In Remembrance: Kon Ichikawa

 

     Kon Ichikawa, the Japanese director of the powerful anti-war films Fires On The Plains and The Burmese Harp, has passed away on February 13, 2008 in Tokyo, Japan. He was 92.

 

     Ichikawa came to the attention of Western audiences and critics during the arthouse boom of the 1950s and 60s, first with his 1956 film The Burmese Harp. The film tells the story of a Japanese soldier in Burma who is unable to convince his comrades that World War II has ended. After his fellow soldiers are killed, he stays in Burma, becoming a Buddhist monk devoted to the task of burying his slain countrymen. Ichikawa used the post-war military backdrop for his 1959 film Fires On The Plain, which charts the slow descent into madness of a group of Japanese soldiers lost in the Philippines jungle in 1945. Both films featured lead characters who struggle to retain their humanity and morality amongst the madness of war.

 

     Born November 20, 1915 in Mie, Japan, Ichikawa claimed both Walt Disney and Jean Renoir as cinematic inspirations. He began working in the industry at age 18 when he got a job in the animation department at Kyoto’s J O Studios. He quickly became head of the department, but wanted to direct live action films. His first film, a 20 minute short called A Girl At Dojo Temple (1946), was made using puppets owing to a manpower shortage created by the war. His made his first feature length film, A Thousand And One Nights With Toho, the following year.

 

     Often ranked among Japan’s greatest directors alongside the likes of Akira Kurosawa and Keisuke Miyashita, Ichikawa’s films ran the gamut from comedy to drama to documentary. In 1953 he directed Mr. Pu, an adaptation of Junichi YokoYama’s popular comic strip.

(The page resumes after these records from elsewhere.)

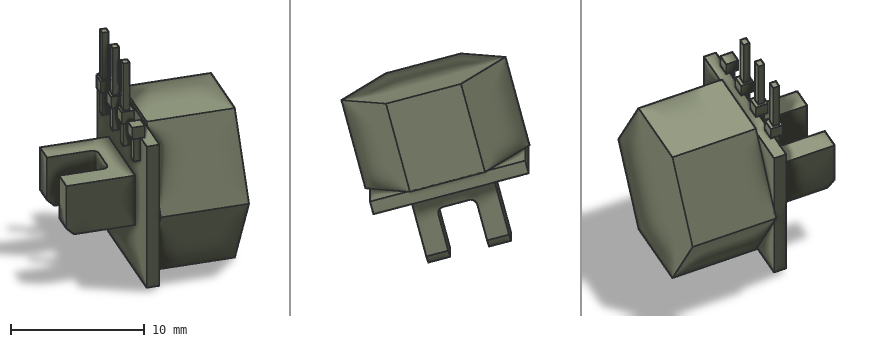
import cadquery as cq


housing_size = 12.7
housing_flat_width = 5.8
housing_depth = 6.93

board_size = 12.0
board_thickness = 1.0

fork_width = 6.4
fork_height = 4.2
fork_length = 5.4
fork_slot_width = 3.0
fork_web_thickness = 1.5
fork_slot_fillet = 0.5
fork_tip_chamfer = 0.6

pin_count = 4
pin_pitch = 2.54
first_pin_x = -3.51
pin_width = 0.6
pin_depth = 0.5
pin_leg_length = 2.0
pin_top_z = 11.0
pin_block_size = 1.0
pin_block_overhang = 0.7

board_top_z = board_size / 2


def make_housing():
    """Prism with a hexagonal outline, resting against the back of the board."""
    half_size = housing_size / 2
    half_flat = housing_flat_width / 2
    outline = [
        (-half_size, 0),
        (-half_flat, half_size),
        (half_flat, half_size),
        (half_size, 0),
        (half_flat, -half_size),
        (-half_flat, -half_size),
    ]
    return (
        cq.Workplane("XZ", origin=(0, board_thickness, 0))
        .polyline(outline)
        .close()
        .extrude(-housing_depth)
    )


def make_pin(x, has_upper_post):
    """Leg on the board's face, block on its top edge and, where asked for, a post above."""
    post_top_z = pin_top_z if has_upper_post else board_top_z + pin_block_size
    leg_bottom_z = board_top_z - pin_leg_length
    shank = cq.Workplane("XY", origin=(x, -pin_depth / 2, leg_bottom_z)).box(
        pin_width, pin_depth, post_top_z - leg_bottom_z, centered=(True, True, False)
    )
    block = cq.Workplane("XY", origin=(x, -pin_block_overhang, board_top_z)).box(
        pin_block_size, pin_block_size, pin_block_size, centered=(True, False, False)
    )
    return shank.union(block)


def make_board():
    """Square board with its row of pins; the last pin has no upper post."""
    board = cq.Workplane("XY").box(
        board_size, board_thickness, board_size, centered=(True, False, True)
    )
    for index in range(pin_count):
        pin_x = first_pin_x + index * pin_pitch
        is_last = index == pin_count - 1
        board = board.union(make_pin(pin_x, not is_last))
    return board.solids()


def make_fork():
    """Block on the board's face with an open vertical slot and chamfered lower tips."""
    fork = (
        cq.Workplane("XY", origin=(0, -fork_length, 0))
        .box(fork_width, fork_length, fork_height, centered=(True, False, True))
        .faces("<Y")
        .edges("<Z")
        .chamfer(fork_tip_chamfer)
    )
    slot_depth = fork_length - fork_web_thickness
    slot = (
        cq.Workplane("XY", origin=(0, -fork_length, 0))
        .box(fork_slot_width, slot_depth, fork_height, centered=(True, False, True))
        .edges("|Z and >Y")
        .fillet(fork_slot_fillet)
    )
    return fork.cut(slot).solids()


housing = make_housing()
board_with_pins = make_board()
fork = make_fork()

result = cq.Compound.makeCompound([housing.val(), board_with_pins.val(), fork.val()])

His 1959 film, Odd Obsession, which won a special jury prize at the Cannes Film Festival, was anything but comic, dealing with an elderly man who devises a series of erotic games to dispel his own impotence.

 

     Ichikawa’s documentary Tokyo Olympiad, which chronicles the 1964 Summer Olympics, earned praise for its cinematography even while some critics at the time were turned off by the unusual editing techniques he employed on the film. I Am A Cat, which he released in 1975, was narrated by a suicidal feline.

 

     His last film was the 2006 thriller The Inugamis.